A: I think embedded in this work, one of the questions is, ‘whose saliva has value?’ You pick someone’s saliva to take home. How do you decide? There are all these different self-identified classifier tags, like their race or their gender or their skills or height or anything they want, and then you can search and you select the saliva that you want to take based on that. It’s all kind of speculative. Right now, there’s not actually any value to the saliva, but in the future, who knows? So I think I’m trying to point to some of those questions about genetic selection and asking what happens when things like race or gender or class are encoded into these systems. Are we comfortable with that?
Q: Have you heard about anything that people do with the saliva?
A: Yes.

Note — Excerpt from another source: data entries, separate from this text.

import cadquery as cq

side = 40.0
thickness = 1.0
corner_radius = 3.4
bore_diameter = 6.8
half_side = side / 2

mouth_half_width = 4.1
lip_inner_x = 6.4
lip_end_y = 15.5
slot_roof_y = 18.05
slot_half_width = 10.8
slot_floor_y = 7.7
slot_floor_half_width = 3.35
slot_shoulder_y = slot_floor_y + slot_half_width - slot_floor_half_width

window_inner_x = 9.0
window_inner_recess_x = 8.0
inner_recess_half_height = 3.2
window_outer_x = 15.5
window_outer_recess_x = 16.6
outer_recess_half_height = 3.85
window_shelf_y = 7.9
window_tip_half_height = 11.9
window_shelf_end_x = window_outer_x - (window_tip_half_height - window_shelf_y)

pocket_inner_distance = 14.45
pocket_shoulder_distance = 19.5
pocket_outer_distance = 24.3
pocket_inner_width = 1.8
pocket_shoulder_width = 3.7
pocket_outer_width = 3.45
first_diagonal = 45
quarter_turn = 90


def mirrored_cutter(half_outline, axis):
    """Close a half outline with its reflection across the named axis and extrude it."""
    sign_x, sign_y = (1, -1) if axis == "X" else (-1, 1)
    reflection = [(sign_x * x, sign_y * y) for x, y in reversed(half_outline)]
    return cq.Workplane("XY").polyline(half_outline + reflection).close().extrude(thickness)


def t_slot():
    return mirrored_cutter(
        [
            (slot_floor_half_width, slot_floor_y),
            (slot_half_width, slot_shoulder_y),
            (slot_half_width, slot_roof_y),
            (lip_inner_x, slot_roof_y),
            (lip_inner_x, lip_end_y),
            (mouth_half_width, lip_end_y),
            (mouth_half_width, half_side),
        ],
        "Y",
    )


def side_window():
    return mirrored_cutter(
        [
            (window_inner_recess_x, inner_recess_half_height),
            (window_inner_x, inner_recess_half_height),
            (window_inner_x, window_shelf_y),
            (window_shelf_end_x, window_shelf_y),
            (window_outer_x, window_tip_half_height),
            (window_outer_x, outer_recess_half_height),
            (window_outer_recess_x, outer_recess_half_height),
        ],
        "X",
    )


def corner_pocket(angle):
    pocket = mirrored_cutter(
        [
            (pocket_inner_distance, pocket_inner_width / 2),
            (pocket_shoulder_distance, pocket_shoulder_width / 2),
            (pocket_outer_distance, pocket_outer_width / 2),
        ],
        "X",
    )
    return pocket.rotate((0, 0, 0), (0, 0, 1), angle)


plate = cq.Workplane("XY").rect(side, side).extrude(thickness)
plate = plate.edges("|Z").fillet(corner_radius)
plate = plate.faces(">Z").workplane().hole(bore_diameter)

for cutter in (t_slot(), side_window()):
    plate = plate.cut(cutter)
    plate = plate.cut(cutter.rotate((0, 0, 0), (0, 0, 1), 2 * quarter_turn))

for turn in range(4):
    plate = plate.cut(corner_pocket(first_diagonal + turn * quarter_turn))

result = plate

I heard people dump it in the ocean, pour it in their gardens, put it in their bedside table. Drink it. I’ve seen it drunken. A few people have mentioned putting it in their fridge and then thinking, ‘Oh, no, I have to explain this to my husband now.’ That’s what I really like about this exhibit, when you leave the gallery with the saliva, i t’s really up to you, no one is telling you what to do with it. But it’s this, provocation that, is just like, what do you do with this? You just throw it away, or do you put it somewhere?

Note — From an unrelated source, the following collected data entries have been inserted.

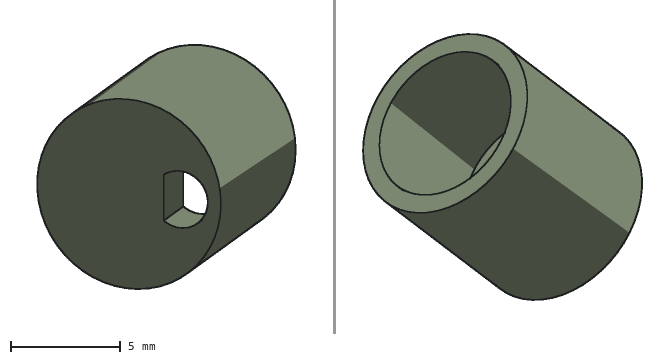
import cadquery as cq

outer_diameter = 9.0
length = 9.5
bore_diameter = 7.2
end_wall = 2.5

window_diameter = 2.7
window_offset = 2.5
window_flat_x = 1.7


def cylinder_along_y(diameter, start_y, depth, center_x=0.0):
    """Cylinder running from start_y towards +Y."""
    return (
        cq.Workplane("XZ", origin=(center_x, start_y, 0))
        .circle(diameter / 2)
        .extrude(-depth)
    )


def d_window():
    """Round cutter with its side nearest the cap axis cut flat."""
    round_cutter = cylinder_along_y(window_diameter, 0, end_wall, window_offset)
    flat_side = cq.Workplane("XY").box(
        window_diameter, end_wall, window_diameter, centered=(False, False, True)
    )
    return round_cutter.intersect(flat_side.translate((window_flat_x, 0, 0)))


body = cylinder_along_y(outer_diameter, 0, length)
bore = cylinder_along_y(bore_diameter, end_wall, length - end_wall)

result = body.cut(bore).cut(d_window())

Q: So what is done with the data beyond the exchange? Is it secure?
A: Nothing. Once the saliva is taken, the data is no longer stored. It’s just an exchange. And that’s important. It’s an alternative to the data accumulation that happens at various companies.
Q: How do you see the audience play a role in these works? Are they participants, subjects or entirely something else?
A: Participants. Definitely not subjects. And I think it comes down to control. So the whole thing is set up to try to create a wave of people to opt in or opt out… and give consent. Nobody is forcing anyone to do anything. It’s their saliva. It’s just an option to be presented. In that way, I see them as participants in a collaborative work that’s being made through the interaction of all these different people engaging with it.
Q: With ‘Surrogate,’ you mentioned the piece wasn’t fully realized – but what do you see as the importance of the proposition itself versus its actual execution? What’s the boundary between the concept and the reality? What does that boundary reveal?
A: I was thinking about these questions of control. On one hand, it’s thinking about the overturning of Roe v. Wade and the way that women’s bodies are controlled literally by the government. In the Last election, we had autonomy to decide what we would do with our bodies. Thinking about control in the technological sense, with things like gene editing or all the different reproductive technologies.And also thinking about what our relationship is to new life, which, as parents or as older people, we might try to have control over another life, and ultimately, much of it is out of your hands.
Q: What do you think the people you talked to about having that control over you felt? What was your sense of how that felt to them to have that power? And do you think that informs the ideals that our society has with projecting power on women’s bodies?
A: I think so. I mean, you can see it in the video – their reactions. Right? It was all across the board.
Q: Is there anything I missed? Anything you would like to add?
A: I think this show was really open to interpretation. I have my own thoughts and ideas about technology, but with all these works, it’s not trying to tell people what to feel or what to think, which is to suggest that we can feel, and we can think, and we can have these conversations and make up our own minds about these different issues.